(DATASET ENTRIES Opens)

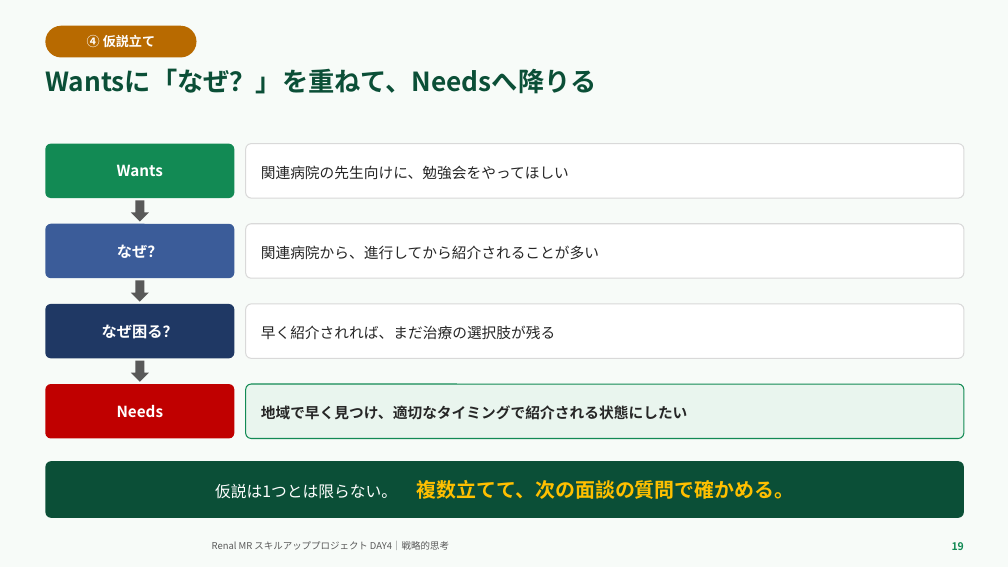
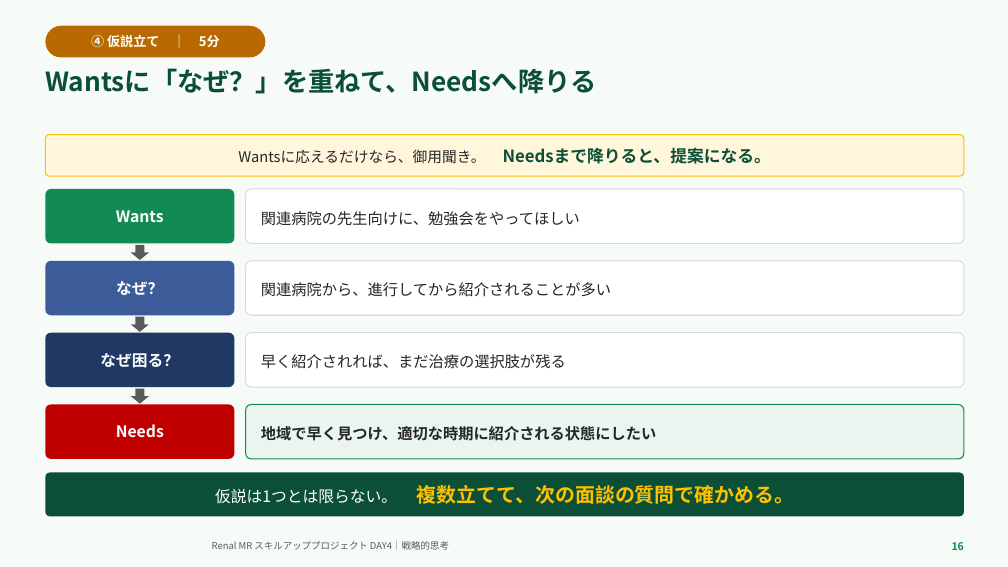
Before and after one commit to TAKUYA-1187/Claude, a slide deck: slide 16 of novartis_training/DAY4_ちょっと分かるだけで世界が変わる.pptx (slide 19 before the commit). Drawn at 1008x567 pixels with LibreOffice and Linux fonts; fonts in the diff are those of the drawing; background and template pictures are left out. Boxes give left, top, right and bottom in pixels: in the first picture for what was removed or moved away, otherwise in the second. Text is boxed around its words. In the diff, an @@ line names an element or a change of style, - is before the commit and + after.

```diff
--- a/novartis_training/DAY4_ちょっと分かるだけで世界が変わる.pptx
+++ b/novartis_training/DAY4_ちょっと分かるだけで世界が変わる.pptx
@@ rounded rectangle "④ 仮説立て ｜ 5分" resized from (x1=45, y1=26, x2=197, y2=57) to (x1=45, y1=26, x2=265, y2=57) @@
@@ text in rounded rectangle at (x1=91, y1=35, x2=220, y2=48): text changed @@
-④ 仮説立て
+④ 仮説立て ｜ 5分
@@ rounded rectangle added at (x1=45, y1=135, x2=964, y2=176), fill #FFF6DC, outline #FFC000 1 pt, 14 pt, text #262626 @@
+Wantsに応えるだけなら、御用聞き。 Needsまで降りると、提案になる。
@@ size 14.5 to 15 pt in 4 elements at (x1=45, y1=405, x2=234, y2=459), (x1=45, y1=333, x2=234, y2=387), (x1=45, y1=261, x2=234, y2=315), (x1=45, y1=189, x2=234, y2=243) @@
@@ rounded rectangle "Wants" moved from (x1=45, y1=144, x2=234, y2=198) to (x1=45, y1=189, x2=234, y2=243) @@
@@ size 14 to 14.5 pt in 3 elements at (x1=246, y1=333, x2=964, y2=387), (x1=246, y1=261, x2=964, y2=315), (x1=246, y1=189, x2=964, y2=243) @@
@@ rounded rectangle "関連病院の先生向けに、勉強会をやってほしい" moved from (x1=246, y1=144, x2=964, y2=198) to (x1=246, y1=189, x2=964, y2=243) @@
@@ rounded rectangle "なぜ？" moved from (x1=45, y1=224, x2=234, y2=278) to (x1=45, y1=261, x2=234, y2=315) @@
@@ down arrow resized from (x1=131, y1=200, x2=149, y2=222) to (x1=131, y1=245, x2=149, y2=260) @@
@@ rounded rectangle "関連病院から、進行してから紹介されることが多い" moved from (x1=246, y1=224, x2=964, y2=278) to (x1=246, y1=261, x2=964, y2=315) @@
@@ down arrow resized from (x1=131, y1=281, x2=149, y2=302) to (x1=131, y1=317, x2=149, y2=332) @@
@@ rounded rectangle "なぜ困る？" moved from (x1=45, y1=304, x2=234, y2=358) to (x1=45, y1=333, x2=234, y2=387) @@
@@ rounded rectangle "早く紹介されれば、まだ治療の選択肢が残る" moved from (x1=246, y1=304, x2=964, y2=358) to (x1=246, y1=333, x2=964, y2=387) @@
@@ down arrow resized from (x1=131, y1=361, x2=149, y2=382) to (x1=131, y1=389, x2=149, y2=404) @@
@@ rounded rectangle "Needs" moved from (x1=45, y1=384, x2=234, y2=439) to (x1=45, y1=405, x2=234, y2=459) @@
@@ rounded rectangle "地域で早く見つけ、適切な時期に紹介される状態にしたい" moved from (x1=246, y1=384, x2=964, y2=439) to (x1=246, y1=405, x2=964, y2=459) @@
@@ text in rounded rectangle at (x1=261, y1=426, x2=657, y2=441): text changed; size 14 to 14.5 pt @@
-地域で早く見つけ、適切なタイミングで紹介される状態にしたい
+地域で早く見つけ、適切な時期に紹介される状態にしたい
@@ rounded rectangle "仮説は1つとは限らない。 複数立てて、次の面談の質問で確かめる。" resized from (x1=45, y1=461, x2=964, y2=518) to (x1=45, y1=473, x2=964, y2=516) @@
```
Also in this commit, not shown: 21 other slides changed, 6 slides removed, 2 other files.

(DATASET ENTRIES Closes)

PROMPT:
When a line among the entries above contains "arrow", copy it.

SOLUTION FOR THIS PROBLEM:
@@ down arrow resized from (x1=131, y1=200, x2=149, y2=222) to (x1=131, y1=245, x2=149, y2=260) @@
@@ down arrow resized from (x1=131, y1=281, x2=149, y2=302) to (x1=131, y1=317, x2=149, y2=332) @@
@@ down arrow resized from (x1=131, y1=361, x2=149, y2=382) to (x1=131, y1=389, x2=149, y2=404) @@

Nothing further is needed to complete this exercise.